Segment Open

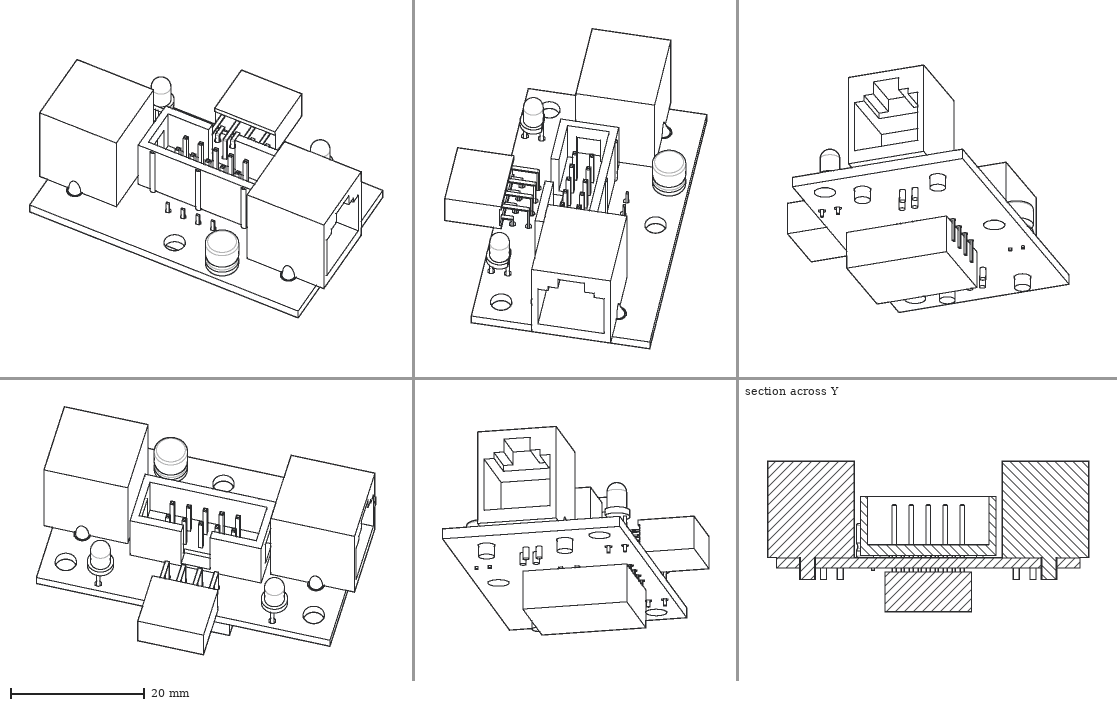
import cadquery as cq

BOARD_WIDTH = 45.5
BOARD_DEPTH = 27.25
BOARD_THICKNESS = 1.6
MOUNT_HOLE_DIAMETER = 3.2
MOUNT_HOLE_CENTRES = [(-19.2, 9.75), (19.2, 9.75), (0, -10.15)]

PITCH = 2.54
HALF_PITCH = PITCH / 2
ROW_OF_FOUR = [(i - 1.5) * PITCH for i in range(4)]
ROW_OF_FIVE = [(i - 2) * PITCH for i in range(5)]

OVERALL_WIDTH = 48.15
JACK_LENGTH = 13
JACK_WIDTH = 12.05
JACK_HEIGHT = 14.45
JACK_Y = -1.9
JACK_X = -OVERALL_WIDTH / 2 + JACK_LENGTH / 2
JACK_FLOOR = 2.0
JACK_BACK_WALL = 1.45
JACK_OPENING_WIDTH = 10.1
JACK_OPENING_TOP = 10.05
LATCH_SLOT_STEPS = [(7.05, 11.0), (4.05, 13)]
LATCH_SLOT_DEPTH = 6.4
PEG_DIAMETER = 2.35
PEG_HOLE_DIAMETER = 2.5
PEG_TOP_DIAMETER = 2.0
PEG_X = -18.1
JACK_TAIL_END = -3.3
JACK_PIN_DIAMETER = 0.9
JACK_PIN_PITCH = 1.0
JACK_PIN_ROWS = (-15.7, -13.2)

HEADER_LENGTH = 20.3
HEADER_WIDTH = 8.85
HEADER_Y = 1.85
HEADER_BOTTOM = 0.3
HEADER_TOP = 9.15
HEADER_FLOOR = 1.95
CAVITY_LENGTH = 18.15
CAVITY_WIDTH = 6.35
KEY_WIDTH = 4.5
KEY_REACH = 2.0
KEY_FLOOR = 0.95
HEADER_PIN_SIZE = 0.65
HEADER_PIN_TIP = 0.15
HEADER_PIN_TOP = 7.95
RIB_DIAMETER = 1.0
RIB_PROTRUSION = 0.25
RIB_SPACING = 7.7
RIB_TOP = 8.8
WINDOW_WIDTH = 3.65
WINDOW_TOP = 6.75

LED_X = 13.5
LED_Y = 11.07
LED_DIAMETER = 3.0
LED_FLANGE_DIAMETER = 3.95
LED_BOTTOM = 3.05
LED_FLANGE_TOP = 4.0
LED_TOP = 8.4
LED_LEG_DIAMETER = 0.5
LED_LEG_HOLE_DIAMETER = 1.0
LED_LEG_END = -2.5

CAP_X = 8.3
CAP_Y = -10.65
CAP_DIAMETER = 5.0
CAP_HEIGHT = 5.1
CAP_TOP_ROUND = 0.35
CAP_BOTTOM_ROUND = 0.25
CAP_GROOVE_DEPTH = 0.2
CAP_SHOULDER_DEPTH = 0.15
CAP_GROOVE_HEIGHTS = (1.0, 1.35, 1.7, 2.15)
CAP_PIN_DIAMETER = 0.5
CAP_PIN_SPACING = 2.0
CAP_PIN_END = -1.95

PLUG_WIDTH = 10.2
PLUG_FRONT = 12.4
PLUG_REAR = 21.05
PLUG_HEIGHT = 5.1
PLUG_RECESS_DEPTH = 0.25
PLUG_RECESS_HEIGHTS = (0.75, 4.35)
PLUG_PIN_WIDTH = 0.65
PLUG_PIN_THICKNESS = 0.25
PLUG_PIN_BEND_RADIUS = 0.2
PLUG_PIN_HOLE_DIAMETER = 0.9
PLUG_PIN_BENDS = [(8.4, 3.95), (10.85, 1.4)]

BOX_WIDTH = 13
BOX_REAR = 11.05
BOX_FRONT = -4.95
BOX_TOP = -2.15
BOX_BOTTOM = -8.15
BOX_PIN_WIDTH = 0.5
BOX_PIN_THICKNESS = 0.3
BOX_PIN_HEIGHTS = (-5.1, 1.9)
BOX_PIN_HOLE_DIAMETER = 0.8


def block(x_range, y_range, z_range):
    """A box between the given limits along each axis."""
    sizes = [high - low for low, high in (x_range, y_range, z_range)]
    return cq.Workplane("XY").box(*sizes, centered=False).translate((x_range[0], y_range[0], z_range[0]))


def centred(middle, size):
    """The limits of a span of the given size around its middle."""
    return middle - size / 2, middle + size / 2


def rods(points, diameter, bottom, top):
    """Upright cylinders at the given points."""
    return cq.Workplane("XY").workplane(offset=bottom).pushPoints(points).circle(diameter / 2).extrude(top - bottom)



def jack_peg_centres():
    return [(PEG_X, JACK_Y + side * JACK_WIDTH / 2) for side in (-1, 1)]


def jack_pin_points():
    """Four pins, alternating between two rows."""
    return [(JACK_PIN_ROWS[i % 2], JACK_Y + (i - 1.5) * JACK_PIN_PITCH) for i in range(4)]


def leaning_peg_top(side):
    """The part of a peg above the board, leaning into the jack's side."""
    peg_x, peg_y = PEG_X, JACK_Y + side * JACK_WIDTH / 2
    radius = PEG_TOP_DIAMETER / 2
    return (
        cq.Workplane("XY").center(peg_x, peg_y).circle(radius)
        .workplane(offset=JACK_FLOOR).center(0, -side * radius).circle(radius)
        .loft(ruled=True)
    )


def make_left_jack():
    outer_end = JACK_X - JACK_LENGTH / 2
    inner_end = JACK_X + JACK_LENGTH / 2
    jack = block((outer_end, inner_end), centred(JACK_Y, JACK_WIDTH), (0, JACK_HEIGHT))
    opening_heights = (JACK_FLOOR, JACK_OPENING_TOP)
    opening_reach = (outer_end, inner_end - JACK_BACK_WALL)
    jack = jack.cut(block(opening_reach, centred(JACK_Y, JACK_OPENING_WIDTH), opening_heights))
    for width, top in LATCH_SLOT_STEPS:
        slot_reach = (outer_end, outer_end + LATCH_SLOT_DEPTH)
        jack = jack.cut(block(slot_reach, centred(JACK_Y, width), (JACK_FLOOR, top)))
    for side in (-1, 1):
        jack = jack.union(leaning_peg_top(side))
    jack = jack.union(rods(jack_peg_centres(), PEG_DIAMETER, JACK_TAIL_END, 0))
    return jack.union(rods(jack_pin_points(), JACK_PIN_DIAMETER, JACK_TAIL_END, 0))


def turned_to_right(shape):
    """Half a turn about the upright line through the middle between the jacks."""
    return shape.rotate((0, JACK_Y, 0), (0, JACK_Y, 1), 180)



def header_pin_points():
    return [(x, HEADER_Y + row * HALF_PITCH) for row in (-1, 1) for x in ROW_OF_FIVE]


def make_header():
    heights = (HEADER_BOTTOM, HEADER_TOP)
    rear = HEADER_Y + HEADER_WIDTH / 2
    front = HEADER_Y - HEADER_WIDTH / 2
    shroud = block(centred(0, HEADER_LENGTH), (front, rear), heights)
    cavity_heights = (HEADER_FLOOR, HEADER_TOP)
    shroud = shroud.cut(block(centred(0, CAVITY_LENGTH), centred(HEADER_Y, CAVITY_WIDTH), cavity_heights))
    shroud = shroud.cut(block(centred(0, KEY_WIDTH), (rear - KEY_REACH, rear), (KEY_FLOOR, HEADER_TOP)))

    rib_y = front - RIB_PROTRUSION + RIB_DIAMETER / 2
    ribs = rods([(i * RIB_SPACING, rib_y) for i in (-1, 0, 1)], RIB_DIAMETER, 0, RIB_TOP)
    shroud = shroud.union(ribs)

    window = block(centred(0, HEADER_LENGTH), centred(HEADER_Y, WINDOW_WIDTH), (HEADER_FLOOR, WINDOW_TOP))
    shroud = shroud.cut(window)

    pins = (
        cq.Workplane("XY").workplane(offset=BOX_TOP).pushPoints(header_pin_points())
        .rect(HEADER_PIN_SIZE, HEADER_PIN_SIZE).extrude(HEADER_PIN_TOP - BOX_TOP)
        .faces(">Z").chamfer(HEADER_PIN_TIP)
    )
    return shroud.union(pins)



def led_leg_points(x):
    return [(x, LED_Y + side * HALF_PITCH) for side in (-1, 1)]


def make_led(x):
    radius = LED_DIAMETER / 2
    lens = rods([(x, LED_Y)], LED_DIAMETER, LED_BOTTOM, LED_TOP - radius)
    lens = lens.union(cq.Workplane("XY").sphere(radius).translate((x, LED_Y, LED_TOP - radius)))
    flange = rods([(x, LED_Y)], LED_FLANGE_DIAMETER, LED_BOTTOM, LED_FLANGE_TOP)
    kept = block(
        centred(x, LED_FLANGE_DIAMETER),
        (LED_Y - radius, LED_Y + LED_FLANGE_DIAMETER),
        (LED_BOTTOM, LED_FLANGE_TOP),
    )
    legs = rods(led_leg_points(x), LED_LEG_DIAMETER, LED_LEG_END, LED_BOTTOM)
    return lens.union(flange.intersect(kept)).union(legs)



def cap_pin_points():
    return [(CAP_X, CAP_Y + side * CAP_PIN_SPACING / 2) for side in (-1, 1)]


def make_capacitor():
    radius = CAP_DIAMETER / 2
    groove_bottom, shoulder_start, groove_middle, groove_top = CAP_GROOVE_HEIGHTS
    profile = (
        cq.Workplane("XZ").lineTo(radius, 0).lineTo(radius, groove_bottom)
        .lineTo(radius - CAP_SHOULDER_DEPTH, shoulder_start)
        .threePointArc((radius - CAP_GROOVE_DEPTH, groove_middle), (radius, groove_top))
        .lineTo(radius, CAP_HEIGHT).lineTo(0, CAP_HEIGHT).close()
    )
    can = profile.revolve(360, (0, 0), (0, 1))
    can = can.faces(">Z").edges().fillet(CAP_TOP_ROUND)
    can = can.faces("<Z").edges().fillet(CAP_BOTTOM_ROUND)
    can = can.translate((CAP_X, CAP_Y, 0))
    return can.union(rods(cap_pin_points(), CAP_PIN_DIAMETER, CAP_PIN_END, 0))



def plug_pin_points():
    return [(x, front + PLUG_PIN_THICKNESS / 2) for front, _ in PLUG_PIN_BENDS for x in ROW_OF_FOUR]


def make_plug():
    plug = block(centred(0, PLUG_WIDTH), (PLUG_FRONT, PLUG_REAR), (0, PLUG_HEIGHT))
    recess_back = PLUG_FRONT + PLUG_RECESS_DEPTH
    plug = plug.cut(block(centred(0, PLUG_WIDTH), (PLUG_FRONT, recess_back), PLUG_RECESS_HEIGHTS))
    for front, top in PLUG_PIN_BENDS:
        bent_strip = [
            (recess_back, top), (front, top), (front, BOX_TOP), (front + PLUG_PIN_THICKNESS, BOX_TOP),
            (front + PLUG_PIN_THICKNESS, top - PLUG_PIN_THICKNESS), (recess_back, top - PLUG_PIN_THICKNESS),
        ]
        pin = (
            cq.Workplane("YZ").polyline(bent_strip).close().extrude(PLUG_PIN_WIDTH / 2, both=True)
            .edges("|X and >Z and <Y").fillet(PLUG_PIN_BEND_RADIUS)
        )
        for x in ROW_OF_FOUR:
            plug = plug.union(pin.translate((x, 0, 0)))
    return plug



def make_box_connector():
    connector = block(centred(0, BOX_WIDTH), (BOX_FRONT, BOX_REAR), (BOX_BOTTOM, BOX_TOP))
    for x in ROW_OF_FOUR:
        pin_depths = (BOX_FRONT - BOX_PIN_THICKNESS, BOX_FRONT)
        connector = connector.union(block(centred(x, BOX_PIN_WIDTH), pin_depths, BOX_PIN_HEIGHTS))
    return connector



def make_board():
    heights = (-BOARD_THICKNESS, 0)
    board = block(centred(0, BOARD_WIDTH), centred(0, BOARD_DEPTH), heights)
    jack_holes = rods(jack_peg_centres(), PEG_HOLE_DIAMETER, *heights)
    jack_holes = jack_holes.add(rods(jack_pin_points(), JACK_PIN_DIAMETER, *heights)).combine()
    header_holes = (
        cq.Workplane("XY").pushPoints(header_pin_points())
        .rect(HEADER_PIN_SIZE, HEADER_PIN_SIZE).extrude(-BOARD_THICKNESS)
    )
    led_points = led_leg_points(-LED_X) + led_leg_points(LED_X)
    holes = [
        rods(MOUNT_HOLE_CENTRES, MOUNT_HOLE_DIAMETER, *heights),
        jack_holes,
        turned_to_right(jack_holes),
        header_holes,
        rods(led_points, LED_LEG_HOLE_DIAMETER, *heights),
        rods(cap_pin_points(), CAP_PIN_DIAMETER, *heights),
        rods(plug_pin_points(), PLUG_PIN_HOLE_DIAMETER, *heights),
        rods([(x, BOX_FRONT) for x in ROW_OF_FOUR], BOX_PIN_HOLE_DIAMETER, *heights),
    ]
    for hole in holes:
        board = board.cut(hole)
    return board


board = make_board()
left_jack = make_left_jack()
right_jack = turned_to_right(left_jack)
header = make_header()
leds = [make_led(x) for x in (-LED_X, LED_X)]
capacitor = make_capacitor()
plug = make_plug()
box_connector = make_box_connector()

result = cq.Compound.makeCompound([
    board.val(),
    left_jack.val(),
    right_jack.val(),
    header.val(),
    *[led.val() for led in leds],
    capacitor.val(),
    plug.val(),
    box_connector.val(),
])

Segment Closed

- Problem description -
Return, unchanged, the run of lines above that opens with the line containing "JACK_OPENING_WIDTH = 10.1" and closes with the line containing "CAP_PIN_DIAMETER = 0.5". Include both.

- The answer -
JACK_OPENING_WIDTH = 10.1
JACK_OPENING_TOP = 10.05
LATCH_SLOT_STEPS = [(7.05, 11.0), (4.05, 13)]
LATCH_SLOT_DEPTH = 6.4
PEG_DIAMETER = 2.35
PEG_HOLE_DIAMETER = 2.5
PEG_TOP_DIAMETER = 2.0
PEG_X = -18.1
JACK_TAIL_END = -3.3
JACK_PIN_DIAMETER = 0.9
JACK_PIN_PITCH = 1.0
JACK_PIN_ROWS = (-15.7, -13.2)

HEADER_LENGTH = 20.3
HEADER_WIDTH = 8.85
HEADER_Y = 1.85
HEADER_BOTTOM = 0.3
HEADER_TOP = 9.15
HEADER_FLOOR = 1.95
CAVITY_LENGTH = 18.15
CAVITY_WIDTH = 6.35
KEY_WIDTH = 4.5
KEY_REACH = 2.0
KEY_FLOOR = 0.95
HEADER_PIN_SIZE = 0.65
HEADER_PIN_TIP = 0.15
HEADER_PIN_TOP = 7.95
RIB_DIAMETER = 1.0
RIB_PROTRUSION = 0.25
RIB_SPACING = 7.7
RIB_TOP = 8.8
WINDOW_WIDTH = 3.65
WINDOW_TOP = 6.75

LED_X = 13.5
LED_Y = 11.07
LED_DIAMETER = 3.0
LED_FLANGE_DIAMETER = 3.95
LED_BOTTOM = 3.05
LED_FLANGE_TOP = 4.0
LED_TOP = 8.4
LED_LEG_DIAMETER = 0.5
LED_LEG_HOLE_DIAMETER = 1.0
LED_LEG_END = -2.5

CAP_X = 8.3
CAP_Y = -10.65
CAP_DIAMETER = 5.0
CAP_HEIGHT = 5.1
CAP_TOP_ROUND = 0.35
CAP_BOTTOM_ROUND = 0.25
CAP_GROOVE_DEPTH = 0.2
CAP_SHOULDER_DEPTH = 0.15
CAP_GROOVE_HEIGHTS = (1.0, 1.35, 1.7, 2.15)
CAP_PIN_DIAMETER = 0.5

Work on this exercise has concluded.